Он провел рукой по лицу и с изумлением обнаружил, что оно мокрое. Да, плачет! Проклятые слезы! Оттолкнув стоявшего перед ним человека, он пронесся дальше и лбом уткнулся в холодную витрину. За витриной равномерно вспыхивали лампочки забытой новогодней гирлянды. Две синие вспышки, одиночная красная, много белых вразнобой и опять две синие и одиночная красная. Ритмы мерцания повторялись. Варсус смотрел на них сквозь пелену слез, и они гипнотизировали его.
— Вышвырнули меня, как котенка! Грифона вообще прикончу!.. Хоть бы кто-то мне что-то объяснил!.. Ну и пускай! Отвалите от меня, сострадательные вы мои! От вашей доброты злобой воняет! Лучше бы прибили меня лопатой!
Ладонь пастушку что-то обожгло. Он удивленно застыл, вытянул руку из кармана и, разжав пальцы, понял, что держит крылья.
— Ага! Жжетесь! И вы туда же!
Варсус со злобой размахнулся, собираясь швырнуть крылья на дорогу, но не бросил их, а прижал к груди. Заскочил в ближайшее кафе и, отогрев пальцы, стал возиться со шнурком, упрямо пытаясь вдеть его в кольцо крыльев. Видя, что у него ничего не выходит, он отыскал в кармане обрывок бечевки. Перепробовал и леску, и просто толстые нитки. Бесполезно. Все развязывалось, рвалось, путалось.
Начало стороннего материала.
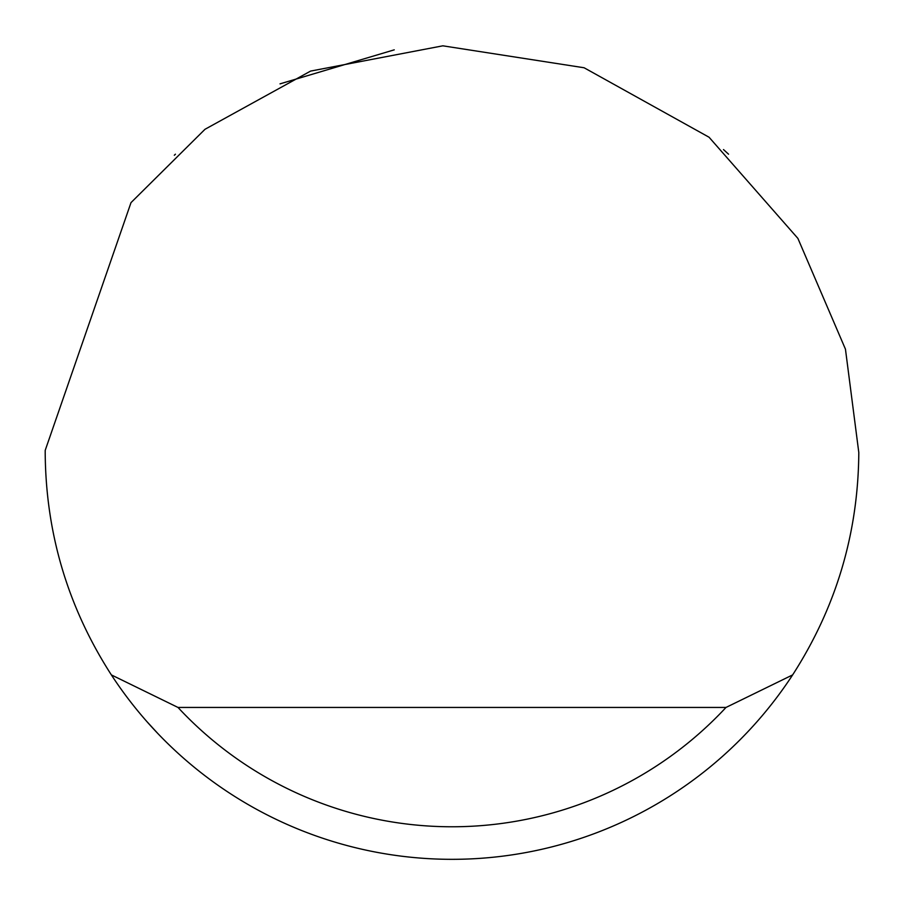 <?xml version="1.0" encoding="UTF-8"?>
<svg xmlns="http://www.w3.org/2000/svg" width="904" height="904" viewBox="0 0 904 904"><rect width="100%" height="100%" fill="white"/><g stroke="black" fill="none" stroke-linecap="round" stroke-linejoin="round"><path stroke-width="1.36" d="M280.014 83.857L394.246 49.844M723.505 149.578L728.567 154.2M175.432 154.2L174.314 155.239M131.001 202.632L205.005 129.283L310.592 71.088L442.836 45.821L584.108 67.766L709.052 137.227L797.893 238.396L845.455 349.181L858.8 452.52C858.269 533.055 836.211 607.183 792.639 674.904A406.8 406.8 0 0 1 111.361 674.904C67.789 607.183 45.731 533.055 45.2 452.52L45.211 450.35L131.001 202.632M147.126 721.844L157.725 733.393M111.361 674.904L177.998 707.448L726.002 707.448L792.639 674.904M177.998 707.448A374.256 374.256 0 0 0 726.002 707.448"/></g></svg>

Дольше всех продержался толстый бумажный шпагат. Пастушок решил уже было, что получилось, и восторжествовал, когда за его спиной кто-то испуганно крикнул «Ой! Огонь!» и подскочившая официантка, ойкая, принялась поливать спину Варсуса из заварного чайника.
— У вас веревочка горела! Вы что, не заметили?
Теперь она разглядывала Варсуса с интересом. Смуглая такая, с круглым лицом.
Пастушок молчал.
— Вам что-то принести? Что-то будете заказывать?
— Да, буду. Скотч! — сказал Варсус.
Девушка с сомнением потопталась, удивленная нестандартностью задачи, потом все же где-то раздобыла скотч и с интересом наблюдала, как Варсус пытается примотать крылья к свитеру. Внезапно она перевела взгляд на стол и вскрикнула. Пастушок увидел, что ложечка, лежащая перед ним на тарелке, раскаляясь, закручивается винтом.
— Серебро? — спросил Варсус.
— Что?
— Я говорю: ложки из серебра?
— Посеребренные, да.
Пастушок встал и, вернув девушке скотч, убрал крылья в кармам.
— Ясно. Значит, меня пытались убить, а серебро отвело… — спокойно объяснил он и, не оглядываясь, пошел к выходу.
Между дверями кафе дул теплый воздух. В стекло врезались снежинки. Они плясали, вертелись и, вместо того чтобы падать, спиралью взлетали вдоль дома. Варсус, озираясь, вышел. Его правая рука лежала на дудочке. Левой он придерживал под курткой рапиру. Сказав, что его пытались убить, он несколько преувеличил. Магия, которую смогло отвести серебро, была не особенно прицельной. Ну как если бы кто-то с десятого этажа бросил в него утюгом: сила удара колоссальная, но шанс попасть с одного раза небольшой.
Скользя взглядом вдоль дороги, Варсус высматривал того, кто его атаковал. Он не сильно надеялся увидеть его, но увидел. В пяти шагах от входа стоял здоровенный комиссионер и, поджидая Варсуса, вылепливал себе греческий нос. Увидев пастушка, комиссионер бросил возиться с носом, осклабился и, раньше чем Варсус поднес к губам дудочку, бросился наутек.